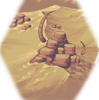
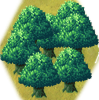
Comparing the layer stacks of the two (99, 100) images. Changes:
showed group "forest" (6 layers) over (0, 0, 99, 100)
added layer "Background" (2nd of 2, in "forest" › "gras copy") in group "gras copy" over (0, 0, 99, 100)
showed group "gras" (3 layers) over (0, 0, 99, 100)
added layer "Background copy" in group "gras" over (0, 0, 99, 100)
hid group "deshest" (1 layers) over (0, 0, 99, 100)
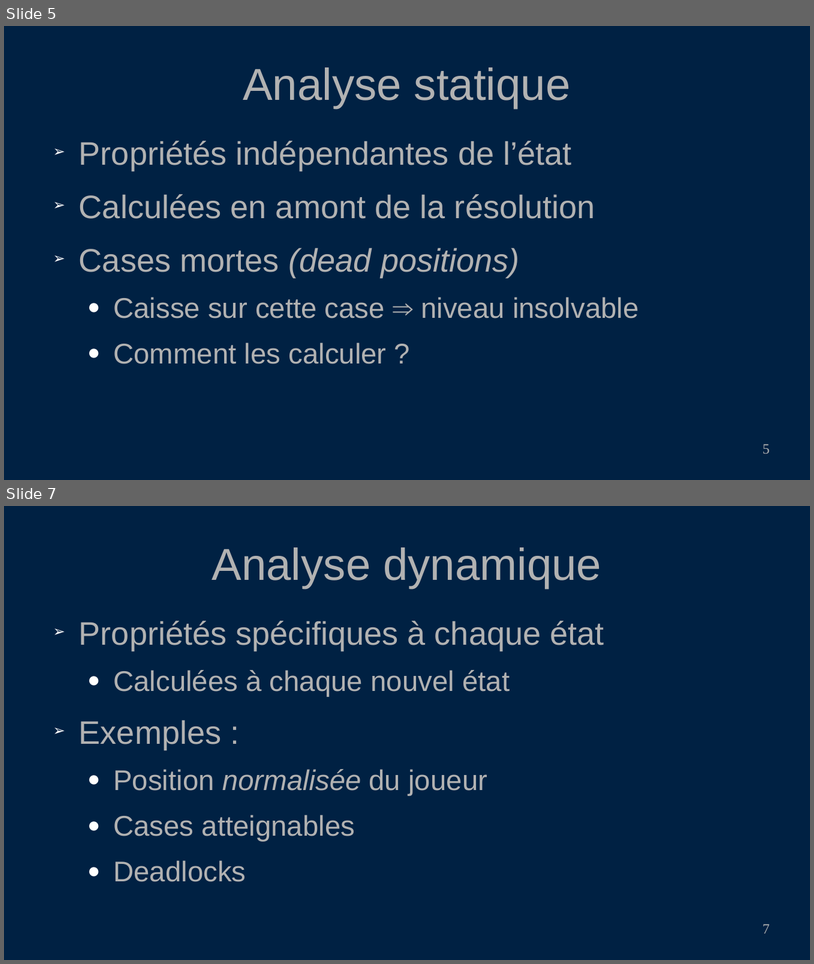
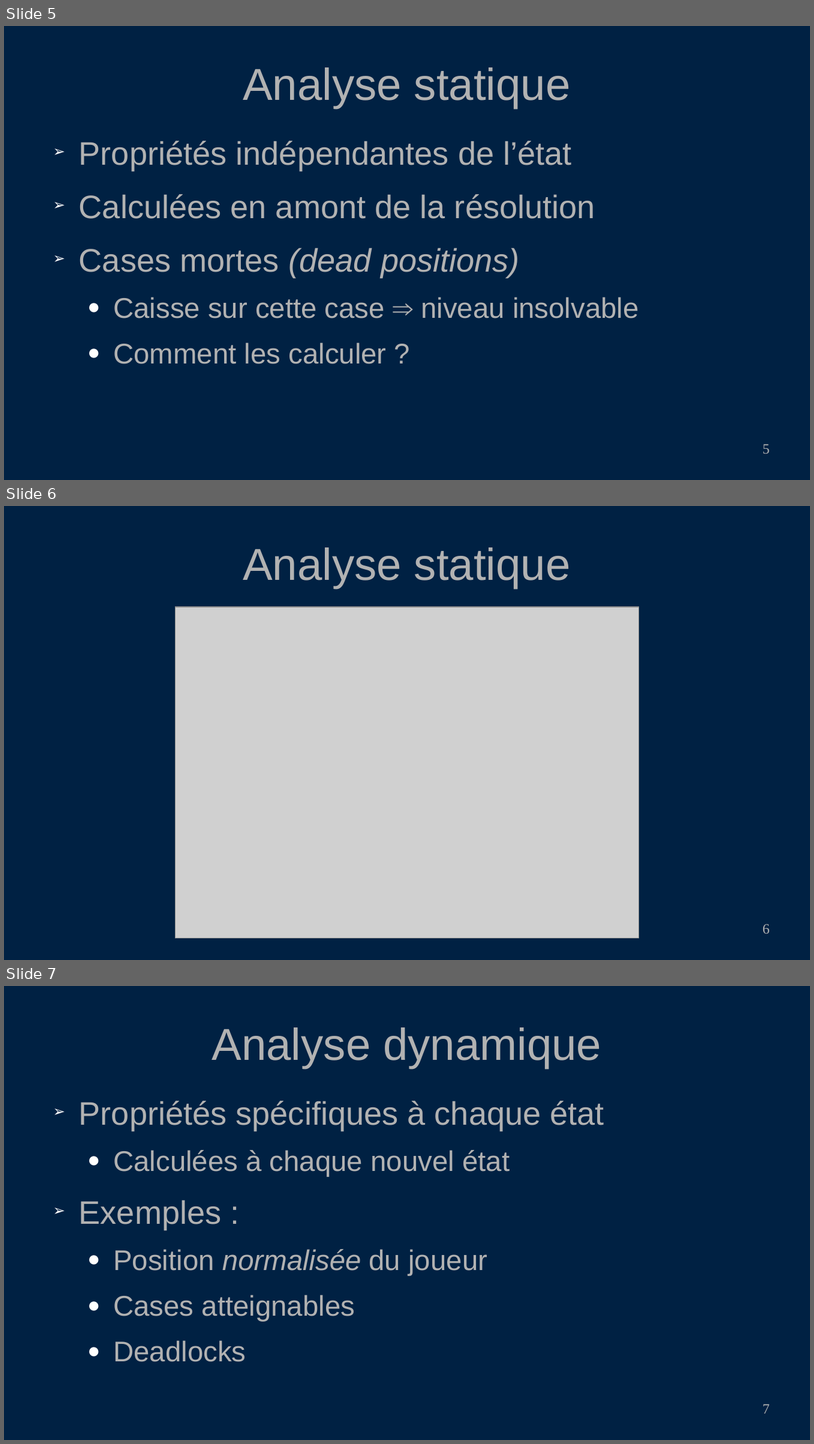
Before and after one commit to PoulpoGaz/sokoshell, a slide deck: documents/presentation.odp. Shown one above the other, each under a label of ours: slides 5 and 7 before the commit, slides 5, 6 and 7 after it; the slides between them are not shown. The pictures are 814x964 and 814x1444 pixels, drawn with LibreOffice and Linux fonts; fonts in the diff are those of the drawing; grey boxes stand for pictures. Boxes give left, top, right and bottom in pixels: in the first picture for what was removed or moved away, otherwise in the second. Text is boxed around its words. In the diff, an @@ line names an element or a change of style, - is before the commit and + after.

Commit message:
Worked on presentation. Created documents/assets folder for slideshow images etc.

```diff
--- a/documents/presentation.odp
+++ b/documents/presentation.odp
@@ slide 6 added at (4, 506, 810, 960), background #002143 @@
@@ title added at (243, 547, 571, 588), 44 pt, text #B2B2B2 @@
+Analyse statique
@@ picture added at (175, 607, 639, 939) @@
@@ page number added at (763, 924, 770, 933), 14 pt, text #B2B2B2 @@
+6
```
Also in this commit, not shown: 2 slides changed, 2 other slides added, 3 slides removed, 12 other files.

^^^^^^^^

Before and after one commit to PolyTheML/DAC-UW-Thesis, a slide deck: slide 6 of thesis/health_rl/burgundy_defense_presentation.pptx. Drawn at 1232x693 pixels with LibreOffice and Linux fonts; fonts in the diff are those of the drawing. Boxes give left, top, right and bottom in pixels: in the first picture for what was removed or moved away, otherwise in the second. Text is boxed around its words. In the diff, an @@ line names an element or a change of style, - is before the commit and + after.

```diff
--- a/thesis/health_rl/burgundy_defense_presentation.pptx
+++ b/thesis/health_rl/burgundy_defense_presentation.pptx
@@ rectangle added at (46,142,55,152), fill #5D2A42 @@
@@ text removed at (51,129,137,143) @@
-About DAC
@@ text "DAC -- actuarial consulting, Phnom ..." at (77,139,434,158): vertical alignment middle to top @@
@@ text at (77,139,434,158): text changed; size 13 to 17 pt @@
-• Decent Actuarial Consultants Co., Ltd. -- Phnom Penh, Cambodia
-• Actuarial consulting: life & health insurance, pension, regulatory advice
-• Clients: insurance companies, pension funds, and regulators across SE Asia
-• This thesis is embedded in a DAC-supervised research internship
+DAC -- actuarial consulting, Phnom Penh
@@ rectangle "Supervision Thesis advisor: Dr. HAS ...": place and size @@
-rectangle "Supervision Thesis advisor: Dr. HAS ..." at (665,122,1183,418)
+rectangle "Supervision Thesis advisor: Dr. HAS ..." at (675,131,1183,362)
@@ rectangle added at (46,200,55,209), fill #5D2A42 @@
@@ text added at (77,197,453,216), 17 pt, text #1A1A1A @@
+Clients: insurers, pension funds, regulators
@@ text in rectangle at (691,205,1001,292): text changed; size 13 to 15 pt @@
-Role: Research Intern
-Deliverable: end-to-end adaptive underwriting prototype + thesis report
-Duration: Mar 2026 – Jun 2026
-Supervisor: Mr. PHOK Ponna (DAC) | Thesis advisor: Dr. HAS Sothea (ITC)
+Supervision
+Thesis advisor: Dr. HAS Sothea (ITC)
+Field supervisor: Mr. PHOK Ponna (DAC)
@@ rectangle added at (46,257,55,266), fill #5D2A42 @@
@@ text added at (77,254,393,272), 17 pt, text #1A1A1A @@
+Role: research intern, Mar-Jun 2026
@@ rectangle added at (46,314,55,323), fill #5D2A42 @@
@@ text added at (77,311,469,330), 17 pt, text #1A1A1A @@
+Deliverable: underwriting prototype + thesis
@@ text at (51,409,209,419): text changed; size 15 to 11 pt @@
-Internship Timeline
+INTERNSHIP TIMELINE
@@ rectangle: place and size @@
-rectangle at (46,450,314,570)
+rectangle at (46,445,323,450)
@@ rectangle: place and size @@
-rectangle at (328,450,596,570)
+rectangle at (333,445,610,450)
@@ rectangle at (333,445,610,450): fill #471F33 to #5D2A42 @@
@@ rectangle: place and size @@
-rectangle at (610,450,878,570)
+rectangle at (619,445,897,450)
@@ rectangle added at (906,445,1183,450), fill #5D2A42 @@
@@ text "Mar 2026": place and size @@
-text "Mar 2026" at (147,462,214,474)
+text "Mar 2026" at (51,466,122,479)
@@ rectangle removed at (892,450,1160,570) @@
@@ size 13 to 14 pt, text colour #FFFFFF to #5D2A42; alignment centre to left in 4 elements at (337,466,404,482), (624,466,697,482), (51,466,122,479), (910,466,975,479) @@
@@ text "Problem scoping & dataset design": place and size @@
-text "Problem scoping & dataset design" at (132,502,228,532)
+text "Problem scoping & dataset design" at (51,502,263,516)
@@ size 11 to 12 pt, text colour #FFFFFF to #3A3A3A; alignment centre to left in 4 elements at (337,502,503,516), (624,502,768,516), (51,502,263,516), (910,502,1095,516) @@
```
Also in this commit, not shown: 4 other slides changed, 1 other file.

^^^^^^^^

- [What to produce] All lines of the material that contain the string "PHOK" are to be copied.

- [Solution to this task]
-Supervisor: Mr. PHOK Ponna (DAC) | Thesis advisor: Dr. HAS Sothea (ITC)
+Field supervisor: Mr. PHOK Ponna (DAC)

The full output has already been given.